Но он втаптывал эти цветы в грязь, покуда не упал туда сам. Попал в тюрьму. Сел пьяный в кооперативную машину, наехал на колхозных телят. Но, видно, все обошлось, — только месяц просидел он за тюремной решеткой. Выпустили без суда. А то бы лишился и Звезды. Лида даже не знает, хорошо ли, что его выпустили? Тяжело так думать о муже, об отце ее детей, да что поделаешь. Может, там он отвык бы от рюмки, одумался бы?
Тихо вошла в хату. Волк остался за дверью.
Дети уже спали. На белой подушке рядышком две черные головки.
Не стала включать свет, сидела в темноте, плела свою невеселую думу. Звенели за стеной рюмки, доносилась горестная песня. Любимая песня Василя:
Е у мене жiнка,
Ще й дiточок двое,
Ще й дiточок двое,
Чорнявi обое...
Лиде кажется, что сегодня он поет ее не попросту спьяну, а с глубокой тоской, по-настоящему. Но нет... Она уже не верит и песне...
Она не слышала, как утих гомон за стеной. Проснулась от какого-то стука. По комнате блуждал луч месяца, в уголке оконного стекла, прямо над ее головой, дрожала большая и прозрачная, как детская слеза, звезда.
За окном в лучах месяца чернела длинноухая шапка Махтея. Открыла окно.
— Лида. Там, за яром, Василь... — Дед неловко переступил с ноги на ногу, глядя поверх ее головы. — Морозец к утру набирается. Как бы не замерз. В луже ведь..
— А те... Михайло, Кулик?
— Известно, кумпания. Напились на чужое и разбежались по домам. Хотели мы с Никифором, да собака не подпускает. Оно, может, и ничего... Я это так, сказать только. — Махтей еще минуту потоптался и скрипнул воротами.
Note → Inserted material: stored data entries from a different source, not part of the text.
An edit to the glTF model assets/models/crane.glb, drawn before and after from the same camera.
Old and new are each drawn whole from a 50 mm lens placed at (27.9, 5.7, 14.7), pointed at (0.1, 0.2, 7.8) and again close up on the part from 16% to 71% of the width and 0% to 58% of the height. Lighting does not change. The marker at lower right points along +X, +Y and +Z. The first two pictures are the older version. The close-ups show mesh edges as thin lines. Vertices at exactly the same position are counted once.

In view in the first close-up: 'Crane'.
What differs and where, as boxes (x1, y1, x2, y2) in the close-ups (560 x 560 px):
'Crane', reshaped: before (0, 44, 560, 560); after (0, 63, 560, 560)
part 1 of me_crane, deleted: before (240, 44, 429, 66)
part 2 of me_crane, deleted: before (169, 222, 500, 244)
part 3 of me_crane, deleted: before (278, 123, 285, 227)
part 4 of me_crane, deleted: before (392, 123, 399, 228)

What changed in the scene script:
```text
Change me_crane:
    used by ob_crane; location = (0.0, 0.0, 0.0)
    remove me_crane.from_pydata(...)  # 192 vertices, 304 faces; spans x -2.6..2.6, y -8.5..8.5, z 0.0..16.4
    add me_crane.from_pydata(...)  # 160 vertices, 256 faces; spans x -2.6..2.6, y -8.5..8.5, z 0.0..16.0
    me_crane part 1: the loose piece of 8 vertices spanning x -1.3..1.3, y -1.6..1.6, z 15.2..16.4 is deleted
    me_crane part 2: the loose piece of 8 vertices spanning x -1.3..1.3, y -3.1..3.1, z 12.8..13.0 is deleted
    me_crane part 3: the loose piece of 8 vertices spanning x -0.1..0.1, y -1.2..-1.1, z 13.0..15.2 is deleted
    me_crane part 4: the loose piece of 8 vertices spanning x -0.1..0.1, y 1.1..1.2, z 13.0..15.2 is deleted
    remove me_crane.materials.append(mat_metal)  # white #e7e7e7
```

Тишина. Настороженно затрещал сверчок и смолк. А потом снова осторожно острое — чирк! Как будто в сердце иголка.
Закрыла окно и, забыв включить свет, поспешно принялась искать туфли. Они были мокрые, но она не заметила этого.
...Сегодня она впервые проспала стадо. Наверное, потому, что сон не приходил всю ночь и задремала только на рассвете. Теперь пришлось самой гнать корову на пастбище.
Возвращалась к хате, а ноги невольно замедляли шаги. Лучше бы ей сейчас, пока еще не проснулся Василь, собраться и уйти на работу. Она вчера не нашла у него ключ, и пришлось положить его у себя на кушетке.